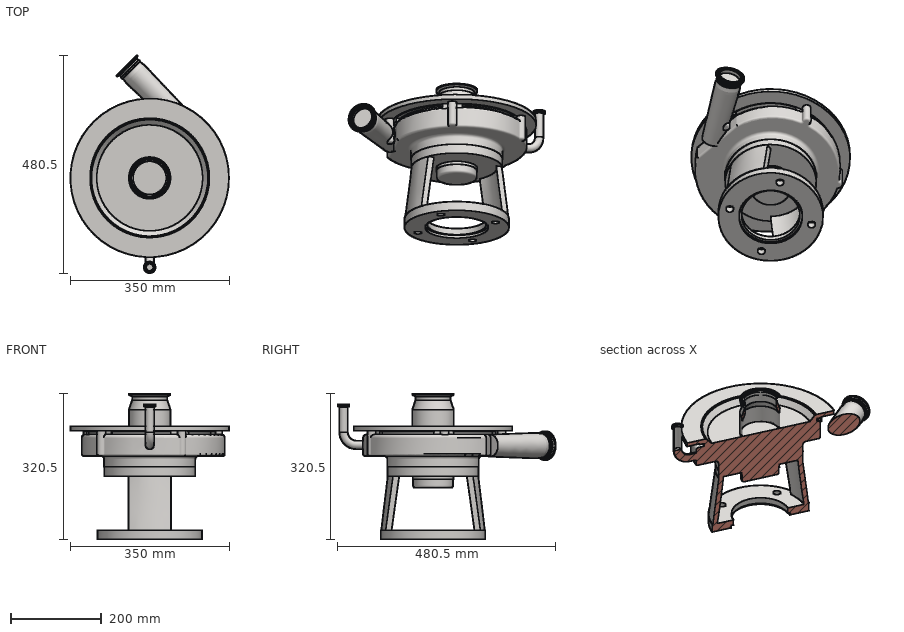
import cadquery as cq
import math

FOOT_TOP = 20.5
HUB_BOTTOM = 113.5
COLLAR_BOTTOM = 139.0
COLLAR_SPLIT = 159.5
CASING_BOTTOM = 183.5
CASING_TOP = 231.0
LID_BOTTOM = 239.0
LID_TOP = 249.5
INLET_TOP = 320.5

FOOT_RADIUS = 115.5
FOOT_BORE_RADIUS = 64.5
FOOT_RECESS_RADIUS = 69.5
FOOT_RECESS_DEPTH = 6.2
BOLT_HOLE_RADIUS = 8.0
BOLT_CIRCLE_RADIUS = 92.5
BOLT_HOLES = 4
BOLT_START_ANGLE = 45.0
LEG_WIDTH = 94.0
LEG_WALL = 12.0
LEG_RADIUS_BOTTOM = 114.5
LEG_RADIUS_TOP = 100.0

COLLAR_RADIUS = 101.0
COLLAR_LOWER_RADIUS = 100.5
COLLAR_FILLET = 6.5
HUB_RADIUS = 45.0
HUB_RADIUS_BOTTOM = 44.0
HUB_STEP = 132.0
HUB_FILLET = 5.5

CASING_BACK = 142.5
CASING_FRONT = 154.2
CASING_LEFT = 150.0
CASING_RIGHT = 166.0
CASING_ARC_JOIN_X = -1.5
CASING_RIGHT_Y = 3.5
CASING_END_REACH = 166.0
CASING_TOP_FILLET = 7.5
CASING_BOTTOM_FILLET = 5.0
SPIGOT_RADIUS = 134.5
SPIGOT_FLANGE_RADIUS = 145.0
SPIGOT_FLANGE_HEIGHT = 2.0
BOSS_RADIUS = 9.5
BOSS_CIRCLE_RADIUS = 152.5
BOSSES = 5
BOSS_START_ANGLE = 9.5
BOSS_SIDE_FILLET = 3.0
PAD_RADIUS = 24.0

LID_RADIUS = 175.0
DISH_RADIUS_TOP = 131.5
DISH_RADIUS_MIDDLE = 128.5
DISH_RADIUS_FLOOR = 117.0
DISH_EDGE_DEPTH = 1.5
DISH_FLOOR = 234.5

INLET_RADIUS = 46.0
INLET_NECK_RADIUS = 39.0
INLET_FLANGE_RADIUS = 45.5
INLET_SHOULDER = 286.0
INLET_NECK_BOTTOM = 307.0
INLET_NECK_TOP = 314.7
INLET_BORE_RADIUS = 36.5
INLET_WALL = 3.0
INLET_BORE_STEP = 291.0
INLET_BORE_SHOULDER = 275.0

OUTLET_ANGLE = 135.0
OUTLET_OFFSET = 139.5
OUTLET_HEIGHT = 206.5
OUTLET_START = 38.5
OUTLET_END = 211.0
OUTLET_FLANGE_RADIUS = 32.0
OUTLET_BORE_RADIUS = 23.5
OUTLET_BORE_DEPTH = 9.0
OUTLET_START_RADIUS = 24.5
OUTLET_BAND_RADIUS = 28.5
OUTLET_NECK_RADIUS = 27.0
OUTLET_BEAD_RADIUS = 28.0
OUTLET_BAND_START = 178.5
OUTLET_BAND_END = 185.5
OUTLET_NECK_START = 192.5
OUTLET_BEAD_START = 196.5
OUTLET_BEAD_END = 201.0

TUBE_RADIUS = 9.5
TUBE_BORE_RADIUS = 7.5
TUBE_HEIGHT = 208.0
TUBE_REACH = 197.0
TUBE_BEND_RADIUS = 28.5
TUBE_TOP = 297.5
TUBE_START = 144.0
TUBE_FLANGE_RADIUS = 13.0
TUBE_FLANGE_THICKNESS = 4.5
TUBE_FLANGE_CONE = 2.0

RIM_THICKNESS = 2.5
GROOVE_DEPTH = 1.0
INLET_GROOVE_RADII = (40.5, 43.2)
OUTLET_GROOVE_RADII = (27.0, 29.5)
TUBE_GROOVE_RADII = (9.5, 11.5)


def disc(radius, bottom, top, x=0.0, y=0.0):
    """Upright cylinder between two heights."""
    return cq.Workplane("XY", origin=(x, y, bottom)).circle(radius).extrude(top - bottom)


def revolve_profile(points):
    """Solid of revolution about Z from (radius, height) points."""
    return cq.Workplane("XZ").polyline(points).close().revolve(360, (0, 0, 0), (0, 1, 0))


def seal_groove(radii, top):
    """Ring to be cut from a flange face at the given height."""
    inner, outer = radii
    return disc(outer, top - GROOVE_DEPTH, top).cut(disc(inner, top - GROOVE_DEPTH, top))


def ring_points(count, radius, start_angle):
    """Points evenly spread on a circle about the Z axis."""
    angles = [math.radians(start_angle + i * 360 / count) for i in range(count)]
    return [(radius * math.cos(a), radius * math.sin(a)) for a in angles]


def make_foot():
    holes = ring_points(BOLT_HOLES, BOLT_CIRCLE_RADIUS, BOLT_START_ANGLE)
    foot = disc(FOOT_RADIUS, 0, FOOT_TOP).cut(disc(FOOT_BORE_RADIUS, 0, FOOT_TOP))
    bolt_holes = cq.Workplane("XY").pushPoints(holes).circle(BOLT_HOLE_RADIUS).extrude(FOOT_TOP)
    return foot.cut(bolt_holes).cut(disc(FOOT_RECESS_RADIUS, 0, FOOT_RECESS_DEPTH))


def make_legs():
    shell = revolve_profile([
        (LEG_RADIUS_BOTTOM - LEG_WALL, FOOT_TOP),
        (LEG_RADIUS_BOTTOM, FOOT_TOP),
        (LEG_RADIUS_TOP, COLLAR_BOTTOM),
        (LEG_RADIUS_TOP - LEG_WALL, COLLAR_BOTTOM),
    ])
    slab = cq.Workplane("XY").rect(LEG_WIDTH, 2 * FOOT_RADIUS).extrude(COLLAR_BOTTOM)
    return shell.intersect(slab)


def make_collar():
    fillet_start = CASING_BOTTOM - COLLAR_FILLET
    fillet_middle = COLLAR_FILLET * (1 - math.sqrt(0.5))
    upper = (
        cq.Workplane("XZ")
        .moveTo(0, COLLAR_SPLIT)
        .lineTo(COLLAR_RADIUS, COLLAR_SPLIT)
        .lineTo(COLLAR_RADIUS, fillet_start)
        .threePointArc(
            (COLLAR_RADIUS + fillet_middle, CASING_BOTTOM - fillet_middle),
            (COLLAR_RADIUS + COLLAR_FILLET, CASING_BOTTOM),
        )
        .lineTo(0, CASING_BOTTOM)
        .close()
        .revolve(360, (0, 0, 0), (0, 1, 0))
    )
    return upper.union(disc(COLLAR_LOWER_RADIUS, COLLAR_BOTTOM, COLLAR_SPLIT))


def make_hub():
    lower = disc(HUB_RADIUS_BOTTOM, HUB_BOTTOM, HUB_STEP).faces("<Z").edges().fillet(HUB_FILLET)
    return lower.union(disc(HUB_RADIUS, HUB_STEP, COLLAR_BOTTOM))


def make_casing():
    end = CASING_END_REACH * math.sqrt(0.5)
    height = CASING_TOP - CASING_BOTTOM
    boss_centres = ring_points(BOSSES, BOSS_CIRCLE_RADIUS, BOSS_START_ANGLE)
    casing = (
        cq.Workplane("XY", origin=(0, 0, CASING_BOTTOM))
        .moveTo(CASING_ARC_JOIN_X, CASING_BACK)
        .threePointArc(
            (-CASING_LEFT, (CASING_BACK - CASING_FRONT) / 2),
            (CASING_ARC_JOIN_X, -CASING_FRONT),
        )
        .threePointArc((CASING_RIGHT, CASING_RIGHT_Y), (end, end))
        .close()
        .extrude(height)
    )
    for x, y in boss_centres:
        casing = casing.union(disc(BOSS_RADIUS, CASING_BOTTOM, CASING_TOP, x, y))

    for x, y in boss_centres[2:]:
        around_boss = cq.selectors.BoxSelector(
            (x - BOSS_RADIUS, y - BOSS_RADIUS, CASING_BOTTOM),
            (x + BOSS_RADIUS, y + BOSS_RADIUS, CASING_TOP),
        )
        casing = casing.edges("|Z").edges(around_boss).fillet(BOSS_SIDE_FILLET)
    casing = casing.faces("<Z").edges().fillet(CASING_BOTTOM_FILLET)
    casing = casing.faces(">Z").edges().fillet(CASING_TOP_FILLET)

    for x, y in boss_centres:
        casing = casing.union(disc(BOSS_RADIUS, CASING_BOTTOM + height / 2, LID_BOTTOM, x, y))
    return casing


def make_spigot():
    """Ring that locates the lid, with a pad behind each boss and a thin flange on top."""
    pad_top = LID_BOTTOM - SPIGOT_FLANGE_HEIGHT
    pad_bottom = CASING_TOP - CASING_TOP_FILLET / 2
    spigot = disc(SPIGOT_RADIUS, pad_bottom, pad_top)
    for x, y in ring_points(BOSSES, BOSS_CIRCLE_RADIUS, BOSS_START_ANGLE):
        pad = disc(PAD_RADIUS, pad_bottom, pad_top, x, y)
        spigot = spigot.union(pad.intersect(disc(SPIGOT_FLANGE_RADIUS, pad_bottom, pad_top)))
    return spigot.union(disc(SPIGOT_FLANGE_RADIUS, pad_top, LID_BOTTOM))


def make_dish():
    return revolve_profile([
        (0, DISH_FLOOR),
        (DISH_RADIUS_FLOOR, DISH_FLOOR),
        (DISH_RADIUS_MIDDLE, LID_TOP - DISH_EDGE_DEPTH),
        (DISH_RADIUS_TOP, LID_TOP),
        (0, LID_TOP),
    ])


def make_inlet():
    inlet = revolve_profile([
        (0, DISH_FLOOR),
        (INLET_RADIUS, DISH_FLOOR),
        (INLET_RADIUS, INLET_SHOULDER),
        (INLET_NECK_RADIUS, INLET_NECK_BOTTOM),
        (INLET_NECK_RADIUS, INLET_NECK_TOP),
        (INLET_FLANGE_RADIUS, INLET_TOP - RIM_THICKNESS),
        (INLET_FLANGE_RADIUS, INLET_TOP),
        (0, INLET_TOP),
    ])
    return inlet.cut(seal_groove(INLET_GROOVE_RADII, INLET_TOP))


def make_inlet_bore():
    wide_radius = INLET_RADIUS - INLET_WALL
    return revolve_profile([
        (0, DISH_FLOOR),
        (wide_radius, DISH_FLOOR),
        (wide_radius, INLET_BORE_SHOULDER),
        (INLET_BORE_RADIUS, INLET_BORE_STEP),
        (INLET_BORE_RADIUS, INLET_TOP),
        (0, INLET_TOP),
    ])


def make_outlet():
    """Outlet pipe turned about Z, then laid along its diagonal direction."""
    end = OUTLET_END
    pipe = revolve_profile([
        (0, OUTLET_START),
        (OUTLET_START_RADIUS, OUTLET_START),
        (OUTLET_BAND_RADIUS, OUTLET_BAND_START),
        (OUTLET_BAND_RADIUS, OUTLET_BAND_END),
        (OUTLET_NECK_RADIUS, OUTLET_NECK_START),
        (OUTLET_NECK_RADIUS, OUTLET_BEAD_START),
        (OUTLET_BEAD_RADIUS, OUTLET_BEAD_START),
        (OUTLET_BEAD_RADIUS, OUTLET_BEAD_END),
        (OUTLET_NECK_RADIUS, OUTLET_BEAD_END),
        (OUTLET_NECK_RADIUS, end - 2 * RIM_THICKNESS),
        (OUTLET_FLANGE_RADIUS, end - RIM_THICKNESS),
        (OUTLET_FLANGE_RADIUS, end),
        (0, end),
    ])
    pipe = pipe.cut(disc(OUTLET_BORE_RADIUS, end - OUTLET_BORE_DEPTH, end))
    pipe = pipe.cut(seal_groove(OUTLET_GROOVE_RADII, end))
    pipe = pipe.rotate((0, 0, 0), (0, 1, 0), 90)
    pipe = pipe.translate((0, -OUTLET_OFFSET, OUTLET_HEIGHT))
    return pipe.rotate((0, 0, 0), (0, 0, 1), OUTLET_ANGLE)


def make_tube():
    bend_height = TUBE_HEIGHT + TUBE_BEND_RADIUS
    run_end = TUBE_REACH - TUBE_BEND_RADIUS
    path = (
        cq.Workplane("YZ")
        .moveTo(-TUBE_START, TUBE_HEIGHT)
        .lineTo(-run_end, TUBE_HEIGHT)
        .radiusArc((-TUBE_REACH, bend_height), TUBE_BEND_RADIUS)
        .lineTo(-TUBE_REACH, TUBE_TOP)
    )
    tube = cq.Workplane("XZ", origin=(0, -TUBE_START, TUBE_HEIGHT)).circle(TUBE_RADIUS).sweep(path)
    rim_bottom = TUBE_TOP - TUBE_FLANGE_THICKNESS
    cone_bottom = rim_bottom - TUBE_FLANGE_CONE
    flange = revolve_profile([
        (0, cone_bottom),
        (TUBE_RADIUS, cone_bottom),
        (TUBE_FLANGE_RADIUS, rim_bottom),
        (TUBE_FLANGE_RADIUS, TUBE_TOP),
        (0, TUBE_TOP),
    ])
    flange = flange.cut(seal_groove(TUBE_GROOVE_RADII, TUBE_TOP))
    tube = tube.union(flange.translate((0, -TUBE_REACH, 0)))
    return tube.cut(disc(TUBE_BORE_RADIUS, bend_height, TUBE_TOP, 0, -TUBE_REACH))


result = make_casing().union(make_spigot()).union(disc(LID_RADIUS, LID_BOTTOM, LID_TOP))
result = result.cut(make_dish()).union(make_inlet()).cut(make_inlet_bore())
for piece in (make_foot(), make_legs(), make_collar(), make_hub(), make_outlet(), make_tube()):
    result = result.union(piece)

§

• **Brief**: Which lines above run from the one containing "BOSS_RADIUS = 9.5" to the one containing "OUTLET_OFFSET = 139.5"? Give them again exactly, both ends included.

• **Answer section**:
BOSS_RADIUS = 9.5
BOSS_CIRCLE_RADIUS = 152.5
BOSSES = 5
BOSS_START_ANGLE = 9.5
BOSS_SIDE_FILLET = 3.0
PAD_RADIUS = 24.0

LID_RADIUS = 175.0
DISH_RADIUS_TOP = 131.5
DISH_RADIUS_MIDDLE = 128.5
DISH_RADIUS_FLOOR = 117.0
DISH_EDGE_DEPTH = 1.5
DISH_FLOOR = 234.5

INLET_RADIUS = 46.0
INLET_NECK_RADIUS = 39.0
INLET_FLANGE_RADIUS = 45.5
INLET_SHOULDER = 286.0
INLET_NECK_BOTTOM = 307.0
INLET_NECK_TOP = 314.7
INLET_BORE_RADIUS = 36.5
INLET_WALL = 3.0
INLET_BORE_STEP = 291.0
INLET_BORE_SHOULDER = 275.0

OUTLET_ANGLE = 135.0
OUTLET_OFFSET = 139.5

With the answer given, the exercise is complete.